Regarding the sparse standing ovation... Maybe the rest of the audience was embarassed to admit they enjoyed the whole thing.

Or, possibly, the nature of the subject matter meant that they didn't enjoy it. Their loss. The average age of the rest of the audience was, shall we say, closer to my parents' age than mine, so perhaps they were just conservative. Though I can't imagine they didn't know what kind of play it was; the title is not exactly obscure and the reviews have been straightforward. And it's now been extended twice, so it's clearly got good word of mouth. Someone other than me must like it!

Following up on the sparse standing ovation thing: it's odd to me, because I consider myself fairly fussy about what I'll stand up to applaud, whereas quite a few theatergoers in NYC seem to bounce to their feet for anything and everything. I suspect audiences for musicals are heavily populated by busloads of tourists who either are easily impressed by Broadway-scale theater or think that it's expected. This is not the sort of show that buses in tourists. But I also think it's one that even a more sophisticated theatergoer would be impressed by. I certainly was, and I much more theater than average.

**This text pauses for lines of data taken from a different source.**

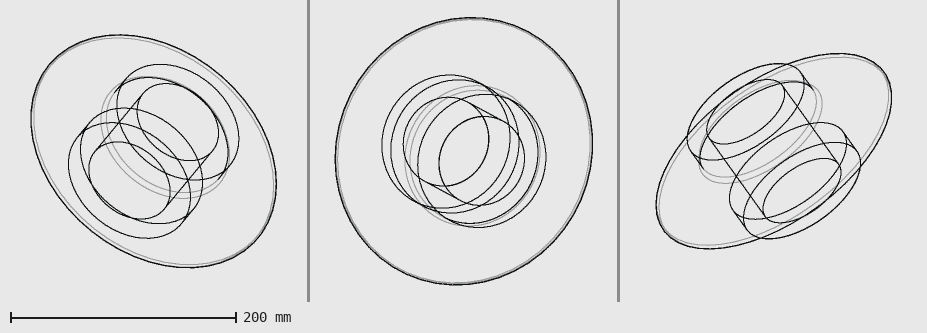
import cadquery as cq
import math

rim_diameter = 241.0
hub_diameter = 120.0
bore_diameter = 80.0
hub_length = 100.0
disc_root_thickness = 50.1
rim_round_radius = 2.5
root_fillet_radius = 5.0

rim_radius = rim_diameter / 2
hub_radius = hub_diameter / 2
bore_radius = bore_diameter / 2
half_length = hub_length / 2
root_half = disc_root_thickness / 2

round_center = rim_radius - rim_round_radius
center_run = round_center - hub_radius
flank_angle = math.atan2(root_half, center_run) - math.asin(
    rim_round_radius / math.hypot(center_run, root_half)
)
tangent_radius = round_center + rim_round_radius * math.sin(flank_angle)
tangent_half = rim_round_radius * math.cos(flank_angle)


def make_body():
    """Revolve the hub and double-cone disc around the bore."""
    profile = (
        cq.Workplane("XY")
        .moveTo(bore_radius, -half_length)
        .lineTo(hub_radius, -half_length)
        .lineTo(hub_radius, -root_half)
        .lineTo(tangent_radius, -tangent_half)
        .threePointArc((rim_radius, 0), (tangent_radius, tangent_half))
        .lineTo(hub_radius, root_half)
        .lineTo(hub_radius, half_length)
        .lineTo(bore_radius, half_length)
        .close()
    )
    return profile.revolve(360, (0, 0, 0), (0, 1, 0))


def fillet_rear_root(body):
    """Round the corner between the hub and the +Y cone."""
    margin = 0.2
    reach = hub_radius + margin
    root_edge = cq.selectors.BoxSelector(
        (-reach, root_half - margin, -reach),
        (reach, root_half + margin, reach),
        boundingbox=True,
    )
    return body.edges(root_edge).edges("%CIRCLE").fillet(root_fillet_radius)


result = fillet_rear_root(make_body())

Susan... busloads of tourists who (...) think that it's expected

That might be why. That being said, I've never liked being in a position where I have to do something. Applause as a sign that I am thanking them for putting themselves on display, especially if they did a good job, yes. Otherwise, if it's not my choice... Which reminds me. During the Holidays, I went to San Francisco's Castro Theater because it was my chance to finally see North by Northwest on the big screen, even though I know the movie by heart. At the end, a bunch of us spontaneously applauded.

Applause is pretty standard at live theatrical events. At the opera, booing is more accepted as well. But I don't do a standing ovation unless the entire performance is stellar or there is a single performance which goes above-and-beyond, in which case I wait to stand until that person takes an individual bow. But I've noticed at musicals the last few years that the audience applauds when people come on stage (before they do a damned thing) and then gives a standing ovation even to incredibly mediocre shows. It's the theatrical equivalent of grade inflation.

Susan... booing is more accepted as well

This reminds me of a documentary about Nijinsky's choreography for "Rites of Spring" I saw on PBS in the 1990s. Apparently it was not well received at all when it premiered. The throwing of vegetables by Parisians apparently was involved.